### WHAT IS NEEDED
Locate the string "pptx" in the records below. Copy every line where it occurs.

Data items
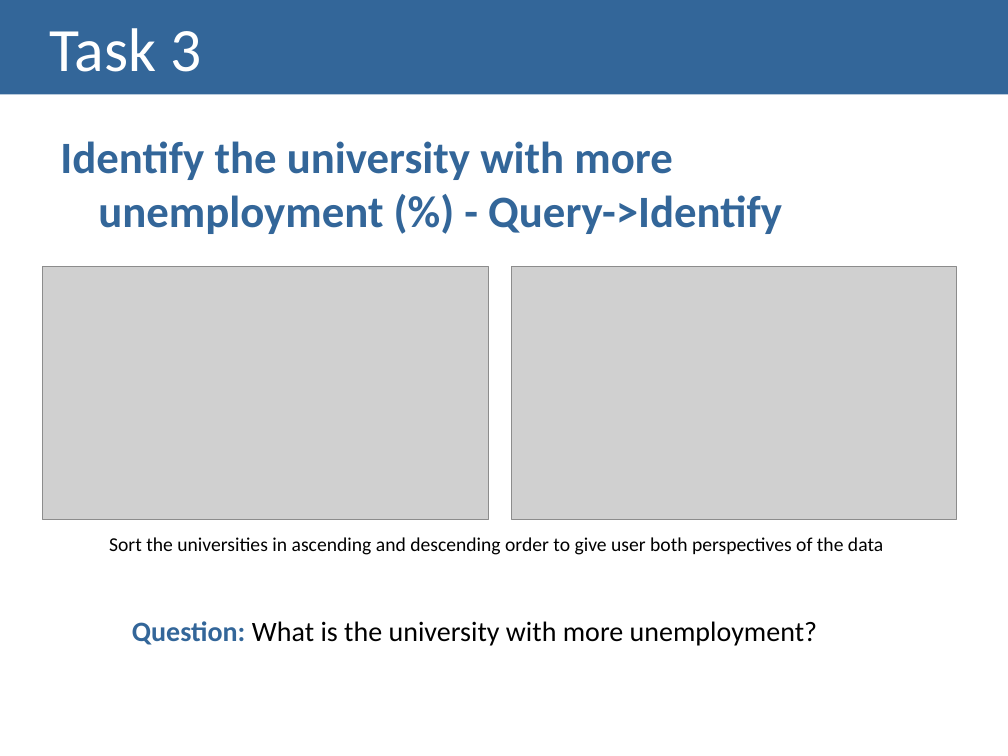
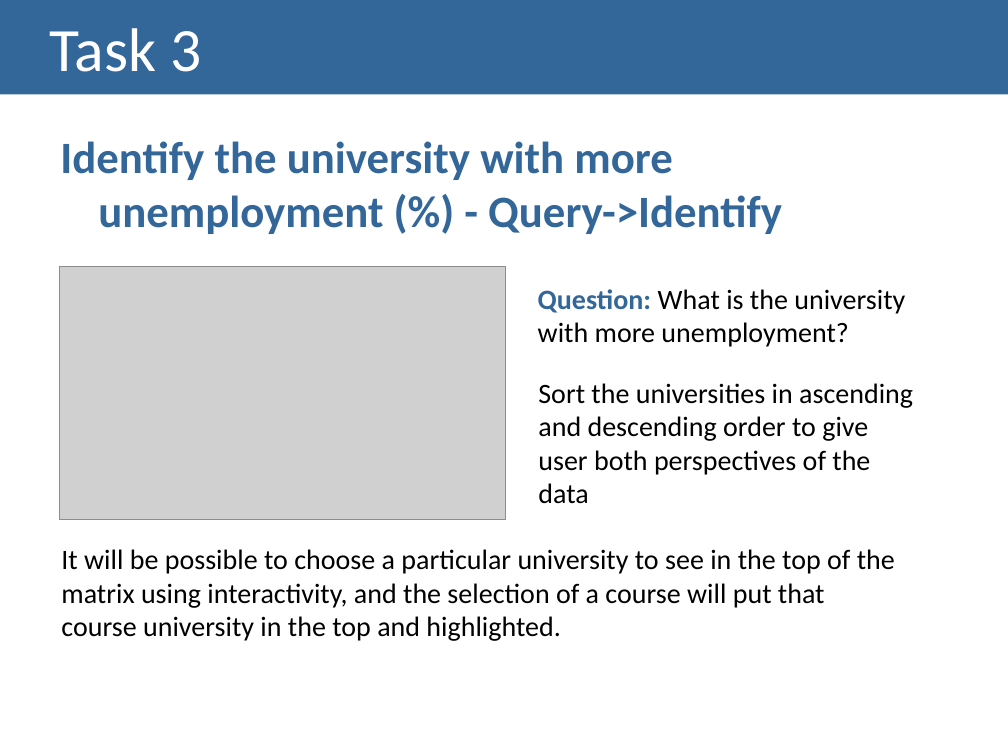
Before and after one commit to Strabox/Higher-Education-Unemployment-Portugal, a slide deck: slide 9 of III-Checkpoint/III-Checkpoint Presentation.pptx. Drawn at 1008x756 pixels with LibreOffice and Linux fonts; fonts in the diff are those of the drawing; grey boxes stand for pictures. Boxes give left, top, right and bottom in pixels: in the first picture for what was removed or moved away, otherwise in the second. Text is boxed around its words. In the diff, an @@ line names an element or a change of style, - is before the commit and + after.

Commit message:
Pwp done
...

```diff
--- a/III-Checkpoint/III-Checkpoint Presentation.pptx
+++ b/III-Checkpoint/III-Checkpoint Presentation.pptx
@@ picture: place and size @@
-picture at <box>42,267,488,520</box>
+picture at <box>59,267,505,520</box>
@@ picture removed at <box>512,267,957,520</box> @@
@@ text "Question: What is the university ..." rewrapped from <box>132,621,817,646</box> to <box>538,289,905,347</box> @@
@@ text "Sort the universities in ascending ...": place and size @@
-text "Sort the universities in ascending ..." at <box>109,537,883,555</box>
+text "Sort the universities in ascending ..." at <box>538,383,913,504</box>
@@ text "Sort the universities in ascending ..." at <box>538,383,913,504</box>: size 14 to 20 pt @@
@@ text added at <box>61,549,895,641</box>, 20 pt, text #000000 @@
+It will be possible to choose a particular university to see in the top of the matrix using interactivity, and the selection of a course will put that course university in the top and highlighted.
```
Also in this commit, not shown: 1 other slide changed, 1 slide added.

### RESPONSE TO THIS EXERCISE
Before and after one commit to Strabox/Higher-Education-Unemployment-Portugal, a slide deck: slide 9 of III-Checkpoint/III-Checkpoint Presentation.pptx. Drawn at 1008x756 pixels with LibreOffice and Linux fonts; fonts in the diff are those of the drawing; grey boxes stand for pictures. Boxes give left, top, right and bottom in pixels: in the first picture for what was removed or moved away, otherwise in the second. Text is boxed around its words. In the diff, an @@ line names an element or a change of style, - is before the commit and + after.
--- a/III-Checkpoint/III-Checkpoint Presentation.pptx
+++ b/III-Checkpoint/III-Checkpoint Presentation.pptx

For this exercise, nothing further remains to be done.